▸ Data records
==================================================

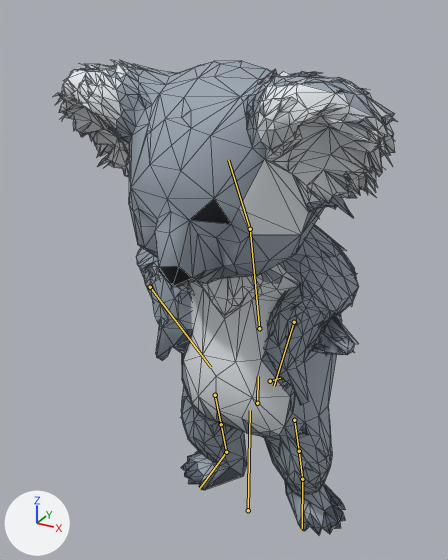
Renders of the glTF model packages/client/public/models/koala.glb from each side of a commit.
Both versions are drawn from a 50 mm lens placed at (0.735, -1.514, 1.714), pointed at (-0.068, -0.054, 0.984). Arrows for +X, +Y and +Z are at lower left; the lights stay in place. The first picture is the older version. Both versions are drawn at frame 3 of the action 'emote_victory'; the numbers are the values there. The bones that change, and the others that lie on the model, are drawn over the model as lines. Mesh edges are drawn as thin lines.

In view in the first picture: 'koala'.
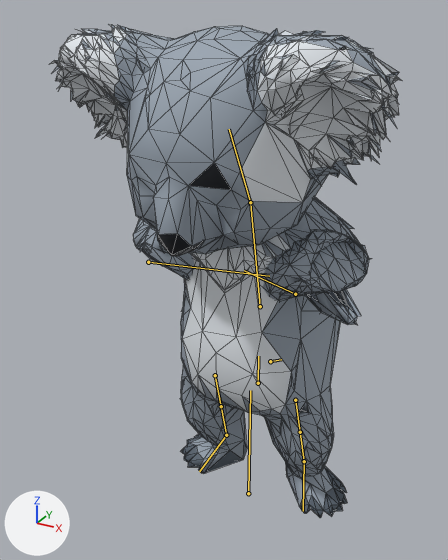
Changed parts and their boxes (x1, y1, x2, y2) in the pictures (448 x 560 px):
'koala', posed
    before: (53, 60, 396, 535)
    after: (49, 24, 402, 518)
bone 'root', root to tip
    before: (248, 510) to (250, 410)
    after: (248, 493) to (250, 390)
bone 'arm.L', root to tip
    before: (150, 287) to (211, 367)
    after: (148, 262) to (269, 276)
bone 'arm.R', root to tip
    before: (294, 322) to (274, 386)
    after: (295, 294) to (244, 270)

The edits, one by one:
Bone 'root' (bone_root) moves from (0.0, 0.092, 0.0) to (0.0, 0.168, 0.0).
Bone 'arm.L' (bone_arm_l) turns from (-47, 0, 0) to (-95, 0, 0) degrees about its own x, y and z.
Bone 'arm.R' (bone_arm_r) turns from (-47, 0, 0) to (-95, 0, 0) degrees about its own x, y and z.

==================================================

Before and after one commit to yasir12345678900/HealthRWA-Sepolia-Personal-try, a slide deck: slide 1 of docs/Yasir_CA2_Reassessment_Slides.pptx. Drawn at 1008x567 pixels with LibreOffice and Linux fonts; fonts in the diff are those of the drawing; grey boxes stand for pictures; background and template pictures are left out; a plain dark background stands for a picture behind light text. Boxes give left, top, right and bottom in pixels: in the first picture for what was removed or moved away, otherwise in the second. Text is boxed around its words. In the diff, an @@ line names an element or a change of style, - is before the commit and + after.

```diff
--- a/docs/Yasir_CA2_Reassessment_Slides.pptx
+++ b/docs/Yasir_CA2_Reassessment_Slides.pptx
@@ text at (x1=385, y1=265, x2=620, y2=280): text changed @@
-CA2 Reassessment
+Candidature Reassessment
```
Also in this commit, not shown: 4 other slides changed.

==================================================

▸ WHAT THE TASK ASKS
Across the records above, return every line that contains the word "turns".

▸ YOUR RESPONSE
Bone 'arm.L' (bone_arm_l) turns from (-47, 0, 0) to (-95, 0, 0) degrees about its own x, y and z.
Bone 'arm.R' (bone_arm_r) turns from (-47, 0, 0) to (-95, 0, 0) degrees about its own x, y and z.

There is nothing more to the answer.